In Muslim Leaguers’ imagination, Delhi, the historical center of Muslim dynasties, would necessarily be part of Pakistan, whatever form the latter would take. This conviction was strengthened by Muslims’ relative numerical strength in the city (over 30 percent) and their dominance in the city’s police, administration, and Municipal Committee—a consequence of the colonial government’s strategic cultivation of the Muslim elite as a counterweight to Hindu influence. This explosive combination of territorial ambiguity and utopianism shaped the politics of Pakistan in Delhi. Exploring this politics, the book traces how the captivating yet ambiguous idea of Pakistan gained momentum in Delhi during World War II, and how it then transformed from a nebulous, utopian concept to a concrete, territorial reality, ushering in a period of great violence, displacement, and uncertainty about belonging in the city and the nation.
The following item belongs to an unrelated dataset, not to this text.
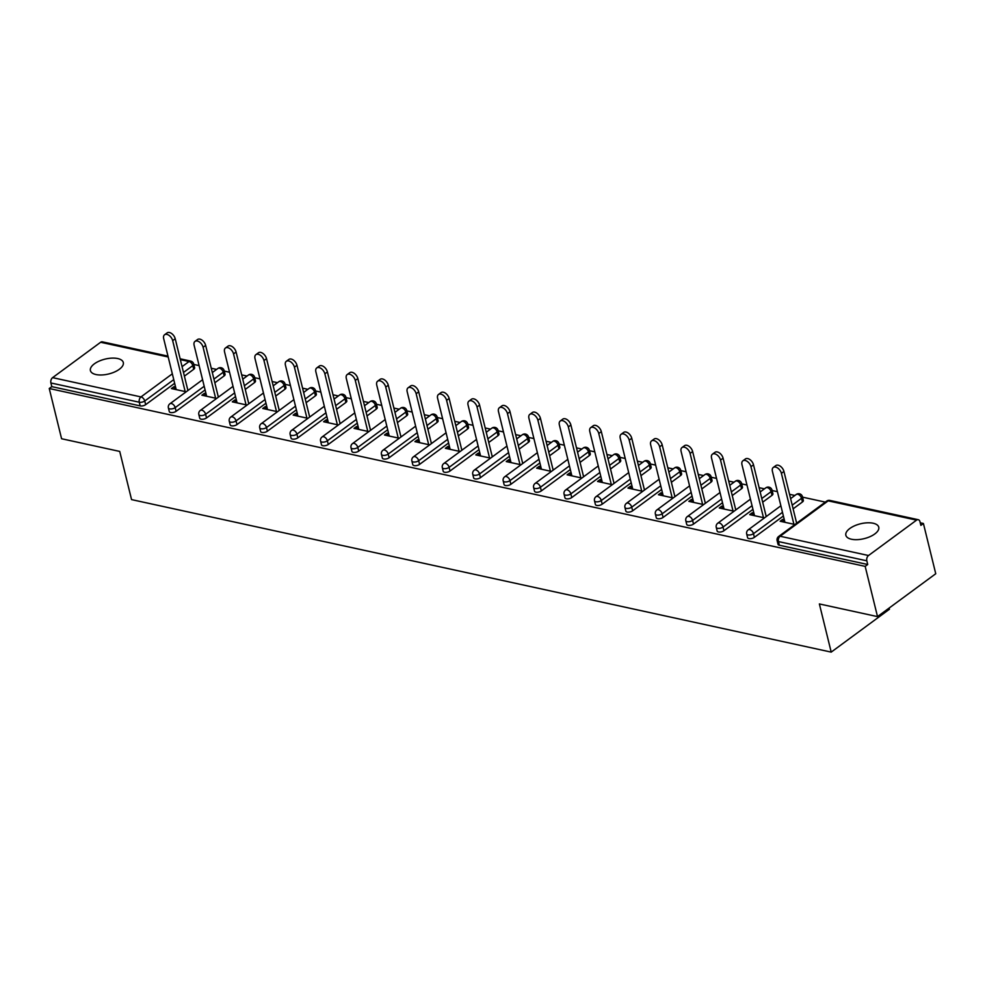 <?xml version="1.0" encoding="UTF-8"?>
<svg xmlns="http://www.w3.org/2000/svg" width="985" height="985" viewBox="0 0 985 985"><rect width="100%" height="100%" fill="white"/><g stroke="black" fill="none" stroke-linecap="round" stroke-linejoin="round"><path stroke-width="1.48" d="M873.166 523.232A16.942 7.646 -13.8 0 0 854.623 525.781A16.942 7.646 -13.8 0 0 845.856 535.274A16.942 7.646 -13.8 0 0 851.434 539.226A16.942 7.646 -13.8 0 0 869.989 536.677A16.942 7.646 -13.8 0 0 878.755 527.184A16.942 7.646 -13.8 0 0 873.166 523.232M117.732 358.552A16.942 7.646 -13.8 0 0 99.177 361.101A16.942 7.646 -13.8 0 0 90.411 370.594A16.942 7.646 -13.8 0 0 96.001 374.546A16.942 7.646 -13.8 0 0 114.543 371.998A16.942 7.646 -13.8 0 0 123.31 362.505A16.942 7.646 -13.8 0 0 117.732 358.552M889.147 608.053L889.443 609.235L831.205 652.119L131.559 499.604L119.727 451.425L61.587 438.744L49.25 388.509L51.799 386.637L140.178 405.894L139.279 402.225L50.9 382.968L51.799 386.637M923.413 523.491L920.864 525.374L919.965 521.693A3.965 2.61 102.3 0 0 918.254 519.698A3.965 2.61 102.3 0 0 916.567 520.129L868.524 555.515A3.965 2.61 102.3 0 0 866.825 560.822L867.723 564.504L865.175 566.375L877.512 616.61L935.75 573.738L923.413 523.491L920.236 522.801M825.319 502.116L802.553 497.154M794.883 495.48L789.551 494.31M777.399 491.663L772.117 490.518M764.446 488.843L759.115 487.686M746.962 485.026L741.68 483.881M734.01 482.207L728.678 481.049M716.526 478.402L711.244 477.245M703.573 475.57L698.242 474.413M686.089 471.766L680.807 470.608M673.137 468.934L667.818 467.776M655.665 465.129L650.371 463.972M642.7 462.297L637.381 461.14M625.229 458.493L619.934 457.335M612.264 455.661L606.945 454.504M594.792 451.856L589.498 450.699M581.827 449.037L576.508 447.867M564.356 445.22L559.061 444.075M551.391 442.4L546.072 441.231M533.919 438.584L528.625 437.438M520.954 435.764L515.635 434.607M503.483 431.947L498.201 430.802M490.518 429.128L485.199 427.97M473.046 425.323L467.764 424.166M460.081 422.491L454.762 421.334M442.61 418.687L437.328 417.529M429.645 415.855L424.326 414.697M412.173 412.05L406.891 410.893M399.208 409.218L393.889 408.061M381.737 405.414L376.455 404.256M368.772 402.594L363.453 401.424M351.3 398.777L346.018 397.62M338.335 395.958L333.016 394.788M320.864 392.141L315.582 390.996M307.899 389.321L302.58 388.152M290.427 385.504L285.145 384.359M277.462 382.685L272.143 381.527M259.991 378.868L254.709 377.723M247.026 376.048L241.707 374.891M229.554 372.244L224.272 371.086M216.589 369.412L211.27 368.255M199.118 365.607L193.836 364.45M50.9 382.968A3.965 2.61 -77.7 0 1 52.599 377.649L100.642 342.263A3.965 2.61 -77.7 0 1 102.341 341.832L167.992 356.139M877.512 616.61L819.372 603.94L831.205 652.119M865.175 566.375L49.25 388.509M186.202 391.796L171.427 388.57L173.976 386.699L174.604 389.26M188.751 389.912L187.729 389.691M175.576 387.043L173.976 386.699M867.723 564.504L779.344 545.234A3.965 1.785 166.2 0 1 778.027 544.299L777.128 540.63A3.965 1.785 166.2 0 0 778.433 541.565L779.344 545.234M193.7 369.289L192.801 365.607A3.965 1.785 166.2 0 0 193.725 364.031L194.636 367.7A3.965 1.785 166.2 0 1 193.7 369.289L184.404 376.135M174.653 383.3L145.657 404.663A3.965 1.785 166.2 0 1 140.178 405.894M802.43 501.981L801.519 498.312A3.965 1.785 166.2 0 0 802.455 496.723L803.354 500.392A3.965 1.785 166.2 0 1 802.43 501.981L793.122 508.826M783.383 516.005L754.375 537.354A3.965 1.785 166.2 0 1 748.908 538.598A3.965 1.785 166.2 0 1 747.59 537.675L746.692 533.993A3.965 1.785 166.2 0 0 747.997 534.929A3.965 1.785 -13.8 0 0 753.476 533.685L754.375 537.354M771.994 495.344L771.083 491.675A3.965 1.785 166.2 0 0 772.018 490.087L772.917 493.756A3.965 1.785 166.2 0 1 771.994 495.344L762.686 502.19M752.946 509.368L723.938 530.73A3.965 1.785 166.2 0 1 718.471 531.962A3.965 1.785 166.2 0 1 717.154 531.038L716.255 527.369A3.965 1.785 166.2 0 0 717.56 528.292A3.965 1.785 -13.8 0 0 723.039 527.049L723.938 530.73M741.557 488.708L740.646 485.039A3.965 1.785 166.2 0 0 741.582 483.45L742.481 487.132A3.965 1.785 166.2 0 1 741.557 488.708L732.249 495.566M722.51 502.732L693.502 524.094A3.965 1.785 166.2 0 1 688.035 525.325A3.965 1.785 166.2 0 1 686.717 524.402L685.819 520.733A3.965 1.785 166.2 0 0 687.124 521.656A3.965 1.785 -13.8 0 0 692.603 520.425L693.502 524.094M711.121 482.071L710.21 478.402A3.965 1.785 166.2 0 0 711.145 476.826L712.044 480.495A3.965 1.785 166.2 0 1 711.121 482.071L701.812 488.929M692.073 496.095L663.065 517.457A3.965 1.785 166.2 0 1 657.598 518.689A3.965 1.785 166.2 0 1 656.281 517.765L655.382 514.096A3.965 1.785 166.2 0 0 656.687 515.02A3.965 1.785 -13.8 0 0 662.166 513.788L663.065 517.457M680.684 475.447L679.773 471.766A3.965 1.785 166.2 0 0 680.709 470.19L681.608 473.859A3.965 1.785 166.2 0 1 680.684 475.447L671.376 482.293M661.637 489.459L632.629 510.821A3.965 1.785 166.2 0 1 627.162 512.052A3.965 1.785 166.2 0 1 625.844 511.129L624.946 507.46A3.965 1.785 166.2 0 0 626.251 508.383A3.965 1.785 -13.8 0 0 631.73 507.152L632.629 510.821M650.248 468.811L649.337 465.142A3.965 1.785 166.2 0 0 650.272 463.553L651.171 467.222A3.965 1.785 166.2 0 1 650.248 468.811L640.939 475.656M631.2 482.822L602.192 504.185A3.965 1.785 166.2 0 1 596.725 505.428A3.965 1.785 166.2 0 1 595.408 504.492L594.509 500.823A3.965 1.785 166.2 0 0 595.814 501.747A3.965 1.785 -13.8 0 0 601.293 500.515L602.192 504.185M619.811 462.174L618.9 458.505A3.965 1.785 166.2 0 0 619.836 456.917L620.735 460.586A3.965 1.785 166.2 0 1 619.811 462.174L610.503 469.02M600.764 476.198L571.756 497.548A3.965 1.785 166.2 0 1 566.289 498.792A3.965 1.785 166.2 0 1 564.971 497.856L564.073 494.187A3.965 1.785 166.2 0 0 565.378 495.123A3.965 1.785 -13.8 0 0 570.857 493.879L571.756 497.548M589.375 455.538L588.464 451.869A3.965 1.785 166.2 0 0 589.399 450.28L590.298 453.95A3.965 1.785 166.2 0 1 589.375 455.538L580.067 462.384M570.327 469.562L541.319 490.912A3.965 1.785 166.2 0 1 535.852 492.155A3.965 1.785 166.2 0 1 534.535 491.219L533.636 487.55A3.965 1.785 166.2 0 0 534.941 488.486A3.965 1.785 -13.8 0 0 540.42 487.243L541.319 490.912M558.938 448.901L558.039 445.232A3.965 1.785 166.2 0 0 558.963 443.644L559.862 447.313A3.965 1.785 166.2 0 1 558.938 448.901L549.63 455.747M539.891 462.925L510.883 484.275A3.965 1.785 166.2 0 1 505.416 485.519A3.965 1.785 166.2 0 1 504.098 484.595L503.2 480.914A3.965 1.785 166.2 0 0 504.517 481.85A3.965 1.785 -13.8 0 0 509.984 480.606L510.883 484.275M528.502 442.265L527.603 438.596A3.965 1.785 166.2 0 0 528.526 437.008L529.425 440.677A3.965 1.785 166.2 0 1 528.502 442.265L519.193 449.111M509.454 456.289L480.446 477.651A3.965 1.785 166.2 0 1 474.979 478.882A3.965 1.785 166.2 0 1 473.662 477.959L472.763 474.29A3.965 1.785 166.2 0 0 474.081 475.213A3.965 1.785 -13.8 0 0 479.547 473.97L480.446 477.651M498.065 435.629L497.166 431.959A3.965 1.785 166.2 0 0 498.09 430.371L498.989 434.053A3.965 1.785 166.2 0 1 498.065 435.629L488.757 442.487M479.018 449.652L450.01 471.015A3.965 1.785 166.2 0 1 444.543 472.246A3.965 1.785 166.2 0 1 443.225 471.322L442.327 467.653A3.965 1.785 166.2 0 0 443.644 468.577A3.965 1.785 -13.8 0 0 449.111 467.346L450.01 471.015M467.629 428.992L466.73 425.323A3.965 1.785 166.2 0 0 467.653 423.747L468.552 427.416A3.965 1.785 166.2 0 1 467.629 428.992L458.32 435.85M448.581 443.016L419.573 464.378A3.965 1.785 166.2 0 1 414.106 465.61A3.965 1.785 166.2 0 1 412.801 464.686L411.89 461.017A3.965 1.785 166.2 0 0 413.208 461.94A3.965 1.785 -13.8 0 0 418.674 460.709L419.573 464.378M437.192 422.368L436.293 418.687A3.965 1.785 166.2 0 0 437.217 417.111L438.116 420.78A3.965 1.785 166.2 0 1 437.192 422.368L427.884 429.214M418.145 436.38L389.137 457.742A3.965 1.785 166.2 0 1 383.67 458.973A3.965 1.785 166.2 0 1 382.365 458.05L381.454 454.38A3.965 1.785 166.2 0 0 382.771 455.304A3.965 1.785 -13.8 0 0 388.238 454.073L389.137 457.742M406.756 415.732L405.857 412.062A3.965 1.785 166.2 0 0 406.78 410.474L407.679 414.143A3.965 1.785 166.2 0 1 406.756 415.732L397.447 422.577M387.708 429.743L358.7 451.105A3.965 1.785 166.2 0 1 353.233 452.349A3.965 1.785 166.2 0 1 351.928 451.413L351.017 447.744A3.965 1.785 166.2 0 0 352.334 448.667A3.965 1.785 -13.8 0 0 357.801 447.436L358.7 451.105M376.319 409.095L375.42 405.426A3.965 1.785 166.2 0 0 376.344 403.838L377.243 407.507A3.965 1.785 166.2 0 1 376.319 409.095L367.011 415.941M357.272 423.119L328.264 444.469A3.965 1.785 166.2 0 1 322.797 445.712A3.965 1.785 166.2 0 1 321.492 444.777L320.581 441.108A3.965 1.785 166.2 0 0 321.898 442.043A3.965 1.785 -13.8 0 0 327.365 440.8L328.264 444.469M345.883 402.459L344.984 398.79A3.965 1.785 166.2 0 0 345.907 397.201L346.806 400.87A3.965 1.785 166.2 0 1 345.883 402.459L336.575 409.304M326.835 416.483L297.827 437.833A3.965 1.785 166.2 0 1 292.36 439.076A3.965 1.785 166.2 0 1 291.055 438.14L290.144 434.471A3.965 1.785 166.2 0 0 291.462 435.407A3.965 1.785 -13.8 0 0 296.928 434.163L297.827 437.833M315.446 395.822L314.547 392.153A3.965 1.785 166.2 0 0 315.471 390.565L316.37 394.234A3.965 1.785 166.2 0 1 315.446 395.822L306.138 402.668M296.399 409.846L267.391 431.196A3.965 1.785 166.2 0 1 261.924 432.44A3.965 1.785 166.2 0 1 260.619 431.516L259.708 427.835A3.965 1.785 166.2 0 0 261.025 428.77A3.965 1.785 -13.8 0 0 266.492 427.527L267.391 431.196M285.01 389.186L284.111 385.517A3.965 1.785 166.2 0 0 285.034 383.928L285.933 387.598A3.965 1.785 166.2 0 1 285.01 389.186L275.701 396.044M265.962 403.21L236.966 424.572A3.965 1.785 166.2 0 1 231.487 425.803A3.965 1.785 166.2 0 1 230.182 424.88L229.271 421.211A3.965 1.785 166.2 0 0 230.588 422.134A3.965 1.785 -13.8 0 0 236.055 420.89L236.966 424.572M254.573 382.549L253.674 378.88A3.965 1.785 166.2 0 0 254.598 377.292L255.497 380.973A3.965 1.785 166.2 0 1 254.573 382.549L245.265 389.407M235.526 396.573L206.53 417.935A3.965 1.785 166.2 0 1 201.051 419.167A3.965 1.785 166.2 0 1 199.746 418.243L198.835 414.574A3.965 1.785 166.2 0 0 200.152 415.498A3.965 1.785 -13.8 0 0 205.619 414.266L206.53 417.935M224.137 375.913L223.238 372.244A3.965 1.785 166.2 0 0 224.161 370.668L225.073 374.337A3.965 1.785 166.2 0 1 224.137 375.913L214.828 382.771M205.089 389.937L176.093 411.299A3.965 1.785 166.2 0 1 170.614 412.53A3.965 1.785 166.2 0 1 169.309 411.607L168.398 407.938A3.965 1.785 166.2 0 0 169.715 408.861A3.965 1.785 -13.8 0 0 175.182 407.63L176.093 411.299M206.013 393.68L204.412 393.335L201.863 395.207L216.638 398.42M219.187 396.549L218.165 396.327M236.449 400.316L234.849 399.959L232.3 401.843L247.075 405.057M249.624 403.185L248.602 402.963M266.886 406.953L265.285 406.596L262.736 408.479L277.511 411.693M280.06 409.822L279.038 409.6M297.322 413.589L295.722 413.232L293.173 415.104L307.948 418.329M310.497 416.458L309.475 416.236M327.759 420.213L326.158 419.869L323.609 421.74L338.384 424.966M340.933 423.094L339.911 422.873M358.195 426.85L356.595 426.505L354.046 428.377L368.821 431.602M371.37 429.731L370.348 429.497M388.632 433.486L387.031 433.141L384.482 435.013L399.257 438.239M401.806 436.355L400.784 436.133M419.068 440.123L417.468 439.778L414.919 441.649L429.694 444.875M432.243 442.991L431.221 442.77M449.505 446.759L447.904 446.414L445.355 448.286L460.13 451.499M462.679 449.628L461.657 449.406M479.941 453.395L478.341 453.038L475.792 454.922L490.567 458.136M493.116 456.264L492.094 456.043M510.378 460.032L508.777 459.675L506.228 461.559L521.003 464.772M523.552 462.901L522.53 462.679M540.814 466.668L539.214 466.311L536.665 468.183L551.44 471.409M553.989 469.537L552.967 469.316M571.251 473.292L569.65 472.948L567.101 474.819L581.876 478.045M584.425 476.174L583.403 475.952M601.687 479.929L600.074 479.584L597.538 481.456L612.313 484.682M614.862 482.81L613.84 482.576M632.124 486.565L630.511 486.221L627.974 488.092L642.749 491.318M645.298 489.434L644.276 489.213M662.56 493.202L660.947 492.857L658.411 494.729L673.186 497.954M675.735 496.071L674.713 495.849M692.997 499.838L691.384 499.481L688.847 501.365L703.622 504.579M706.171 502.707L705.149 502.485M723.433 506.475L721.82 506.118L719.284 508.001L734.059 511.215M736.608 509.344L735.586 509.122M753.87 513.111L752.257 512.754L749.72 514.638L764.495 517.851M767.032 515.98L766.022 515.758M784.294 519.735L782.693 519.39L780.145 521.262L794.932 524.488M797.468 522.616L796.446 522.395M204.412 393.335L205.04 395.896M234.849 399.959L235.477 402.533M265.285 406.596L265.913 409.169M295.722 413.232L296.35 415.805M326.158 419.869L326.786 422.442M356.595 426.505L357.223 429.066M387.031 433.141L387.659 435.702M417.468 439.778L418.096 442.339M447.904 446.414L448.532 448.975M478.341 453.038L478.969 455.612M508.777 459.675L509.405 462.248M539.214 466.311L539.842 468.885M569.65 472.948L570.278 475.521M600.074 479.584L600.715 482.145M630.511 486.221L631.151 488.782M660.947 492.857L661.588 495.418M691.384 499.481L692.024 502.054M721.82 506.118L722.461 508.691M752.257 512.754L752.897 515.327M782.693 519.39L783.334 521.964M164.581 334.752L167.118 332.881A6.082 3.681 53.6 0 1 171.673 333.57A6.082 3.681 53.6 0 1 175.219 338.766L172.671 340.638A6.082 3.681 -126.4 0 0 169.125 335.442A6.082 3.681 -126.4 0 0 164.581 334.752A6.082 3.681 -126.4 0 0 163.695 338.68L176.204 389.617M172.671 340.638L185.18 391.562M175.219 338.766L187.926 390.516M195.018 341.389L197.554 339.517A6.082 3.681 53.6 0 1 202.11 340.207A6.082 3.681 53.6 0 1 205.656 345.403L203.107 347.274A6.082 3.681 -126.4 0 0 199.561 342.078A6.082 3.681 -126.4 0 0 195.018 341.389A6.082 3.681 -126.4 0 0 194.131 345.316L206.641 396.241M203.107 347.274L215.617 398.199M205.656 345.403L218.362 397.152M225.442 348.025L227.991 346.154A6.082 3.681 53.6 0 1 232.546 346.843A6.082 3.681 53.6 0 1 236.092 352.039L233.543 353.91A6.082 3.681 -126.4 0 0 229.998 348.715A6.082 3.681 -126.4 0 0 225.442 348.025A6.082 3.681 -126.4 0 0 224.568 351.953L237.077 402.877M233.543 353.91L246.053 404.835M236.092 352.039L248.799 403.788M255.878 354.662L258.427 352.79A6.082 3.681 53.6 0 1 262.983 353.48A6.082 3.681 53.6 0 1 266.529 358.663L263.98 360.547A6.082 3.681 -126.4 0 0 260.434 355.351A6.082 3.681 -126.4 0 0 255.878 354.662A6.082 3.681 -126.4 0 0 255.004 358.589L267.514 409.514M263.98 360.547L276.49 411.471M266.529 358.663L279.235 410.425M286.315 361.298L288.864 359.427A6.082 3.681 53.6 0 1 293.419 360.116A6.082 3.681 53.6 0 1 296.965 365.3L294.416 367.183A6.082 3.681 -126.4 0 0 290.87 361.988A6.082 3.681 -126.4 0 0 286.315 361.298A6.082 3.681 -126.4 0 0 285.441 365.226L297.95 416.15M294.416 367.183L306.926 418.108M296.965 365.3L309.672 417.061M316.751 367.934L319.3 366.063A6.082 3.681 53.6 0 1 323.856 366.74A6.082 3.681 53.6 0 1 327.402 371.936L324.853 373.808A6.082 3.681 -126.4 0 0 321.307 368.624A6.082 3.681 -126.4 0 0 316.751 367.934A6.082 3.681 -126.4 0 0 315.877 371.862L328.387 422.787M324.853 373.808L337.363 424.744M327.402 371.936L340.108 423.698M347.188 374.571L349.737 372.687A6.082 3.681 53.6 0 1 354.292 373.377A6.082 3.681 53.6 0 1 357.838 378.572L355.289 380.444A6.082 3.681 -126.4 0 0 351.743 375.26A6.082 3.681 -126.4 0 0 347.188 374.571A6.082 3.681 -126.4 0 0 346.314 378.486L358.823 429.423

NATION BUILDING AND STATE FORMATION

Shifting its gaze to the post-1947 years, the book delves into Muslim dispossession and spatial segregation, the politics of rehabilitating Sikh and Hindu refugees, the rise of the Jana Sangh Party as a political force in the city, and the role of the Urdu public sphere in voicing, interpreting, and shaping these structural changes on the ground. Debates over Indian secularism and citizenship loomed large in these formative days, shaping the contours of Indian democracy and delineating its lingering challenges. A contradiction underlay the 1947 moment—India was formed as a democracy committed to secularism, pluralism, and citizenship by birthplace (jus soli), yet it emerged from a partition along religious lines, which was implicitly undergirded by a notion of citizenship by blood descent (jus sanguinis) and involved horrid sectarian violence. As the analysis shows, this fundamental contradiction gave birth to competing articulations of the nation, minority rights, and citizenship, which clashed on the streets and in the cabinet, and occasionally within Jawaharlal Nehru’s own mind and actions. A fundamental tension remained between individual rights and community rights, between national integration and minority protection, which mirrored the difficulty besetting the League of Nations’ minority protection regime in interwar Europe. Muslims were caught between the contradictory pulls of assimilation and ghettoization.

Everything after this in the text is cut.